* Provided material *
───

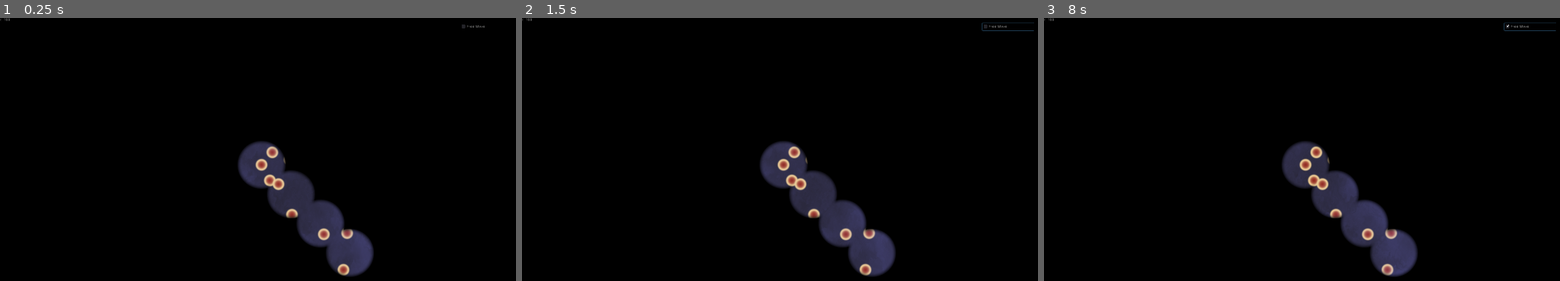
Above: before the commit, frames 1-3 (left to right).
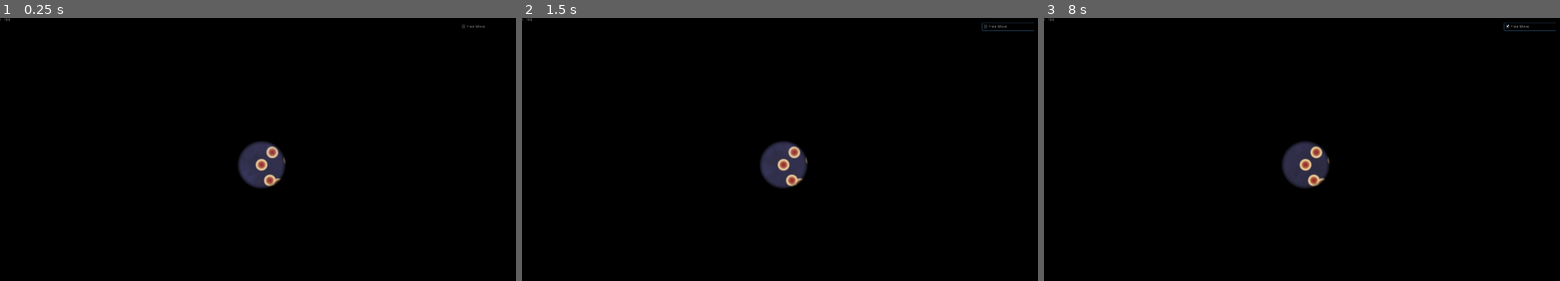
Above: after the commit, the same moments.

Repository: WeLoveGodot/GameOff2019
Game: Godot game, scene res://scene/Game.tscn
The game is run twice, just before and just after one commit, with the same random seed, the same clock (stepped at 60 frames per second) and the same inputs.
Inputs (mouse positions are in pixels of both pictures, inside the frame that each line leads up to):
- Up to frame 1 (0.25 s): no input
- Up to frame 2 (1.5 s): click "Free Move" at 0.5 s; click "Free Move" at 1.25 s
- Up to frame 3 (8 s): click "Free Move" at 2 s; tap Enter at 2.75, 4.25, 5.75 s; move the mouse to (1420, 149) at 2.77 s; click (1420, 149) at 2.92 s; tap Space at 3.5, 5, 6.5 s; move the mouse to (1198, 178) at 3.52 s; click (1198, 178) at 3.67 s; move the mouse to (1358, 99) at 4.27 s; click (1358, 99) at 4.42 s; move the mouse to (1281, 223) at 5.02 s; click (1281, 223) at 5.17 s; move the mouse to (1461, 209) at 5.77 s; click (1461, 209) at 5.92 s; move the mouse to (1147, 120) at 6.52 s; click (1147, 120) at 6.67 s; move the mouse to (1332, 165) at 7.27 s; click (1332, 165) at 7.42 s

The runs differ from the first frame. In frame 1, 3.7% of the frame differs, in the area x 51-73%, y 58-99%; in frame 2, 3.7%; in frame 3, 3.7%.

Commit message:
feat(game): draw holes with new drawer

Diff:
--- a/Holes.gd
+++ /dev/null
@@ -1,51 +0,0 @@
-extends Node2D
-
-# 用texture存洞的信息
-
-const MAX_HOLE = 128
-var holes = []
-var it = ImageTexture.new()
-var image = Image.new()
-var stream = StreamPeerBuffer.new()
-var mat
-var bytes = PoolByteArray([])
-
-var saved = false
-# Called when the node enters the scene tree for the first time.
-func _ready():
-  # test preformance
-  mat = $Rect.get_material()
-  for i in range(4):
-    holes.append({"pos": Vector2(i * 120, i * 120), "r": 100.0})
-  pack_holes()
-
-# Called every frame. 'delta' is the elapsed time since the previous frame.
-func _process(delta):
-  pack_holes()
-
-func pack_float(x: float):
-  stream.clear()
-  stream.put_float(x)
-  stream.seek(0)
-  for i in range(4):
-    bytes.append(stream.get_8())
-
-func pack_holes():
-  # image.lock()
-  # image.fill(Color("#000000"))
-  # image.unlock()
-  bytes = PoolByteArray([])
-  for i in range(holes.size()):
-    var hole = holes[i]
-    pack_float(hole["r"])
-    pack_float(hole["pos"].x)
-    pack_float(hole["pos"].y)
-  while bytes.size() < 3 * 4 * MAX_HOLE:
-    bytes.append(0)
-  image.create_from_data(MAX_HOLE, 1, false, Image.FORMAT_RGBF, bytes)
-  if !saved:
-    image.save_png("res://resource/texture/test.png")
-    saved = true
-  it.create_from_image(image)
-  $Sprite.texture = it
-  mat.set_shader_param("holes_tex", it)
--- a/scene/Game.gd
+++ b/scene/Game.gd
@@ -6,70 +6,75 @@
 var is_debug_camera: bool = false
 
 func _ready():
-	# test code
-	# init_camera()
-	init_planets()
-	add_me()
-	assert(me != null)
-	# test_tween()
+  # test code
+  # init_camera()
+  init_planets()
+  add_me()
+  assert(me != null)
+  # test_tween()
 
 func test_tween():
-	var t = $Tween
-	t.interpolate_property(me, "field_radius", 50, 1000, 1, Tween.TRANS_LINEAR, Tween.TRANS_LINEAR)
-	t.start()
+  var t = $Tween
+  t.interpolate_property(me, "field_radius", 50, 1000, 1, Tween.TRANS_LINEAR, Tween.TRANS_LINEAR)
+  t.start()
 
 func init_camera():
-	$Camera.zoom = Vector2(1, 1)
+  $Camera.zoom = Vector2(1, 1)
 
 func make_noise():
-	var noise = OpenSimplexNoise.new()
-	noise.seed = randi()
-	noise.octaves = 4
-	noise.period = 20.0
-	noise.persistence = 0.8
-	return noise
+  var noise = OpenSimplexNoise.new()
+  noise.seed = randi()
+  noise.octaves = 4
+  noise.period = 20.0
+  noise.persistence = 0.8
+  return noise
 
 func init_planets():
-	var s = Global.GEN_SIZE
-	var noise = make_noise()
-	var half_size = s / 2
-	for row in range(0, s, 5):
-		for col in range(0, s, 5):
-			var x = noise.get_noise_2d(row, col)
-			if abs(x) < Global.PLANTE_GEN_PROB && $Planets.len() < Global.MAX_PLANETS:
-				var coor = Vector2(row - half_size, col - half_size)
-				$Planets.new_planet(coor)
+  var s = Global.GEN_SIZE
+  var noise = make_noise()
+  var half_size = s / 2
+  for row in range(0, s, 5):
+    for col in range(0, s, 5):
+      var x = noise.get_noise_2d(row, col)
+      if abs(x) < Global.PLANTE_GEN_PROB && $Planets.len() < Global.MAX_PLANETS:
+        var coor = Vector2(row - half_size, col - half_size)
+        $Planets.new_planet(coor)
 
 func add_me():
-		me = $Planets.new_planet(Vector2(0, 0))
-		print("got me", me.position)
+	me = $Planets.new_planet(Vector2(0, 0))
+	print("got me", me.position, me.field_radius)
 
 
 # Called every frame. 'delta' is the elapsed time since the previous frame.
 func _process(delta):
-	if !is_debug_camera:
-		update_camera_zoom()
-	# $RangeDrawer.update_field_r(1000)
-	$RangeDrawer.update_field_r(me.field_radius)
+  if !is_debug_camera:
+    update_camera_zoom()
+  draw_holes()
 
-# func _draw():
+func draw_holes():
+	collect_holes()
+	$Holes.draw_holes()
+
+func collect_holes():
+	$Holes.clear_holes()
+	$Holes.add_hole(me.field_radius, me.get_coor())
 
 func update_camera_zoom():
-	var half_height = Global.EXRA_CAMERA_HEIGHT + Global.explore_distance(me)
-	# zoom==1 -> Global.WINDOW_SIZE.y
-	var zoom = half_height * 2 / Global.WINDOW_SIZE.y
-	$Camera.zoom = Vector2(zoom, zoom)
+  var half_height = Global.EXRA_CAMERA_HEIGHT + Global.explore_distance(me)
+  # zoom==1 -> Global.WINDOW_SIZE.y
+  var zoom = half_height * 2 / Global.WINDOW_SIZE.y
+  $Camera.zoom = Vector2(zoom, zoom)
 
 func _on_DebugMenu_debug_camera(is_debug):
-	is_debug_camera = is_debug
-	print(is_debug_camera)
+  is_debug_camera = is_debug
+  print(is_debug_camera)
 
 
 func _on_DebugMenu_new_camera_scale(is_up):
-	if is_debug_camera:
-		print("scale", is_up)
-		if is_up:
-			$Camera.zoom /= 1.2
-		else:
-			$Camera.zoom *= 1.2
-		print($Camera.zoom)
+  if is_debug_camera:
+    print("scale", is_up)
+    if is_up:
+      $Camera.zoom /= 1.2
+    else:
+      $Camera.zoom *= 1.2
+    print($Camera.zoom)
--- a/scene/Game.tscn
+++ b/scene/Game.tscn
@@ -1,13 +1,11 @@
-[gd_scene load_steps=10 format=2]
+[gd_scene load_steps=8 format=2]
 
 [ext_resource path="res://scene/Game.gd" type="Script" id=1]
 [ext_resource path="res://scene/Planets.gd" type="Script" id=2]
 [ext_resource path="res://resource/shader/new_shadermaterial.material" type="Material" id=3]
 [ext_resource path="res://resource/raw_fonts/Raleway/Raleway-Regular.ttf" type="DynamicFontData" id=4]
-[ext_resource path="res://resource/shader/field.material" type="Material" id=5]
-[ext_resource path="res://scene/RangeDrawer.gd" type="Script" id=6]
-[ext_resource path="res://scene/Holes.tscn" type="PackedScene" id=7]
-[ext_resource path="res://scene/DebugUI.gd" type="Script" id=8]
+[ext_resource path="res://scene/Holes.tscn" type="PackedScene" id=5]
+[ext_resource path="res://scene/DebugUI.gd" type="Script" id=6]
 
 [sub_resource type="DynamicFont" id=1]
 size = 32
@@ -46,17 +44,7 @@
 custom_fonts/font = SubResource( 1 )
 text = "Game Scene"
 
-[node name="RangeDrawer" type="ColorRect" parent="."]
-visible = false
-material = ExtResource( 5 )
-margin_left = -2048.0
-margin_top = -2048.0
-margin_right = 2048.0
-margin_bottom = 2048.0
-color = Color( 0, 0, 0, 1 )
-script = ExtResource( 6 )
-
-[node name="Holes" parent="." instance=ExtResource( 7 )]
+[node name="Holes" parent="." instance=ExtResource( 5 )]
 
 [node name="Tween" type="Tween" parent="."]
 
--- /dev/null
+++ b/scene/Holes.gd
@@ -0,0 +1,41 @@
+extends Node2D
+
+# 用texture存洞的信息
+
+const MAX_HOLE = 128
+var it = ImageTexture.new()
+var image = Image.new()
+var stream = StreamPeerBuffer.new()
+var mat
+var bytes = PoolByteArray([])
+const MAX_SIZE = 3 * 4 * MAX_HOLE
+
+func _ready():
+  mat = $Rect.get_material()
+
+# 调用这个加入新的洞
+func add_hole(r: float, pos: Vector2):
+  if bytes.size() >= MAX_SIZE:
+    return
+  pack_float(r)
+  pack_float(pos.x)
+  pack_float(pos.y)
+
+func clear_holes():
+  bytes = PoolByteArray([])
+
+# 最后调这个画，每帧一次之类的
+func draw_holes():
+  while bytes.size() < MAX_SIZE:
+    bytes.append(0)
+  image.create_from_data(MAX_HOLE, 1, false, Image.FORMAT_RGBF, bytes)
+  it.create_from_image(image)
+  $Sprite.texture = it
+  mat.set_shader_param("holes_tex", it)
+
+func pack_float(x: float):
+  stream.clear()
+  stream.put_float(x)
+  stream.seek(0)
+  for i in range(4):
+    bytes.append(stream.get_8())
--- a/scene/Holes.tscn
+++ b/scene/Holes.tscn
@@ -1,10 +1,10 @@
 [gd_scene load_steps=5 format=2]
 
-[ext_resource path="res://Holes.gd" type="Script" id=1]
+[ext_resource path="res://scene/Holes.gd" type="Script" id=1]
 [ext_resource path="res://resource/shader/Holes.shader" type="Shader" id=2]
 [ext_resource path="res://resource/texture/test.png" type="Texture" id=3]
 
-[sub_resource type="ShaderMaterial" id=2]
+[sub_resource type="ShaderMaterial" id=1]
 shader = ExtResource( 2 )
 shader_param/color = Plane( 0, 0, 0, 0 )
 shader_param/fdr = 0.8
--- a/scene/Planet.gd
+++ b/scene/Planet.gd
@@ -42,7 +42,7 @@
 	level = Global.tech_2_level(tech)
 
 func get_coor():
-	return self.coor
+	return position
 
 func _process(delta):
 	var now = OS.get_ticks_msec()
Not shown: 1 places in scene/Game.tscn that only renumber resources
Not shown: 1 places in scene/Holes.tscn that only renumber resources

───

* What you need to do *
For the string "after", search the preceding data and copy every line that includes it.

* Solution to the exercise *
Above: after the commit, the same moments.
The game is run twice, just before and just after one commit, with the same random seed, the same clock (stepped at 60 frames per second) and the same inputs.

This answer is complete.